The fireworks had started.

“One second, baby, I promised Ross I would read this Ginsberg,” he said, slurring a bit, and scrambled over to his friend. I laughed again to myself. Coop was looking at me. I shrugged and smiled.

“Everyone! I wanna read this,” Stuart yelled as the golden strips of light popped behind him. He looked at the book. He looked at the book, and lines from “America” rumbled out of his gut with great intensity. Verses about hopelessness, about giving it one’s all but still having nothing.

Stuart was silhouetted by the colors, all eyes on him. His arms flailed wildly as he read, and Ross stood beside him nodding, clapping his hands at parts he liked. I wondered what he was working on, if he would read his own work like this someday, as if he felt every word. Stuart was majestic. Stuart was drunk.

I thought about five summers ago, the first and only time I got drunk like that. Coop at that party in April, telling me that he had wanted to “get drunk with me his whole life,” but actually we had, once.

The summer before freshman year, before the whole “date” incident, he and some of his baseball player buddies had stolen someone’s parents’ whiskey, and Coop convinced me to try it if he mixed it with Cherry Vanilla Dr Pepper. This was, of course, before I knew I wanted to get out of the Upper Valley, before I discovered debate, before I wanted NYU, before I wanted Stuart.

It had been fun at first, and I gulped it down like I was drinking a soda.

Coop and I kept pushing each other and giggling. He had taken my glasses and ran around with them, and I chased him and hopped on his back. Then he had given me a piggyback ride into the trees, where I slid off him, and after I swayed for a second, I began to vomit.

Coop had held my hair as I puked and kept saying, “Oh no, oh no.”

I had started laughing, even as I was wiping puke from my mouth, and said, “I’m never doing this again!”

“You’re never going to puke again?” Coop had asked, and by then we were both laughing. It was such stupid, happy laughing.

I remembered him bending beside me, not afraid to be next to me when something so gross was happening. I remembered the feeling of his hand on my back, holding my curls in a bunch.

I watched the girl in the American flag bikini pass Coop a joint, but he waved it off.

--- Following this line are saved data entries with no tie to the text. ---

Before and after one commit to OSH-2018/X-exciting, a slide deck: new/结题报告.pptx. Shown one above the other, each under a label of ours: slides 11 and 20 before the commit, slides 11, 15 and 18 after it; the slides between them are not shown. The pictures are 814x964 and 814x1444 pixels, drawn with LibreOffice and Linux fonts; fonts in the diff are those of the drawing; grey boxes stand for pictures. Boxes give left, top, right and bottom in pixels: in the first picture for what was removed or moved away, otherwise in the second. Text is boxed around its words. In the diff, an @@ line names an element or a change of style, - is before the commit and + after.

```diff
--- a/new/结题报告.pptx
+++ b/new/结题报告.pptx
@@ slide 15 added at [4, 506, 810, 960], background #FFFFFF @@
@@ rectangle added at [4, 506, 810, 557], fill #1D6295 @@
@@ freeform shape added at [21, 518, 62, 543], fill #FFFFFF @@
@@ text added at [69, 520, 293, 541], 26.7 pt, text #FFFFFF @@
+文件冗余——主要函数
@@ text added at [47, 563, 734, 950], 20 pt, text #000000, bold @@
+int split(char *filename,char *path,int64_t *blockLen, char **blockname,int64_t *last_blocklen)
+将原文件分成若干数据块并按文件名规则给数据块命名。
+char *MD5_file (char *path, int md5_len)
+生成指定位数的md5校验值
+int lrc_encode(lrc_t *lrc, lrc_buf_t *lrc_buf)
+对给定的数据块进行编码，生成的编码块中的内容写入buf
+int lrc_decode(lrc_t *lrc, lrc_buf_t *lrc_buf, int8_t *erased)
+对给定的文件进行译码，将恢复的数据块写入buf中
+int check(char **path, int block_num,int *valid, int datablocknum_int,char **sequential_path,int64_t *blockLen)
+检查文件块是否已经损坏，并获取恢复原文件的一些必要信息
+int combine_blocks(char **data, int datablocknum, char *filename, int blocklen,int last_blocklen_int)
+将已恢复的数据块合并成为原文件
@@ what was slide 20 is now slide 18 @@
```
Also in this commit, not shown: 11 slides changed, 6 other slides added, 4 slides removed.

He looked back at me, almost like he was remembering the same thing, but he couldn’t have been. Anyway, we looked at each other. I don’t really know what either of us was thinking, but we looked at each other for a long time.

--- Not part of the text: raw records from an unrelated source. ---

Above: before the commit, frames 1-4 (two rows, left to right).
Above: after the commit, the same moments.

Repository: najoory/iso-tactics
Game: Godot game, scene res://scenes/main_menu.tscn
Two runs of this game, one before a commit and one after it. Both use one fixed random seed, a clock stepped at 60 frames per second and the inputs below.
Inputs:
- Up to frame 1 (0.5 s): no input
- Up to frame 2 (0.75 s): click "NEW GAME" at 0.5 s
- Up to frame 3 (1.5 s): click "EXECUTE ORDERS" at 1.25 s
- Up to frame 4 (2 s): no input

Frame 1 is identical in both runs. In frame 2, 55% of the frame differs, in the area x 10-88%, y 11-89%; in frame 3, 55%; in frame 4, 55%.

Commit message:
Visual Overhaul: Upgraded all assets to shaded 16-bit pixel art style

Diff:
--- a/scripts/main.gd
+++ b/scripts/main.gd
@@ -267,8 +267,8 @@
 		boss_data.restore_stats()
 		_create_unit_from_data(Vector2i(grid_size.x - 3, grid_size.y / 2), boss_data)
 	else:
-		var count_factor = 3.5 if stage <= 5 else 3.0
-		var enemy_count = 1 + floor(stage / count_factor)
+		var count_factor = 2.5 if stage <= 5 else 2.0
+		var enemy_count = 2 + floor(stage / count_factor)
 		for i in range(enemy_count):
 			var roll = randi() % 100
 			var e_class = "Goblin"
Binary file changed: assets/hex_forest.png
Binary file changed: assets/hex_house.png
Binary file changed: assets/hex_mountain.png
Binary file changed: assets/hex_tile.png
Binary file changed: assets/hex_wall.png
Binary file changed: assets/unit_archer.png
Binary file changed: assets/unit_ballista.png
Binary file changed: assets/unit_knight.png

Today, Stuart was closer to the way he was on the day he read at the library, when I realized I loved, or was starting to love, him. It’s been a while since I’ve seen him like that, actually. He’s happier when he’s doing what he wants to do, not just what he feels he needs to do. We all would be better doing that, I think.

I asked Coop for a ride home. Ever since he brought me home from Maddie’s graduation party, Mom and Dad had started to let Coop hang out and give me rides and stuff, which is nice. Takes the pressure off them to have him just across the mountain, I guess, and he’s home more often than his mother. Plus, the nurse gets expensive.

Mom invited him in to have pie, and we ended up eating it in my room because Bette was having kind of a tantrum about pie, and anyway, Coop saw the NPC Task Force pictures on my wall and asked me about them.

After I died from embarrassment and then rose again, I was like, “Oh god, that was kinda dumb. Back when I thought I could, like, make NPC disappear. When I thought I could still do all the things I had set out for myself.”

“Well, why forget about them?” Coop asked. “No time like now. They’re not going to matter less just because they aren’t part of some grand scheme. You just have to… adjust the plan.”

“Adjust the plan to what?”

“I guess I mean get rid of ‘the plan’ altogether. Do them because they’re good things to do. Do them just for the sake of doing them.”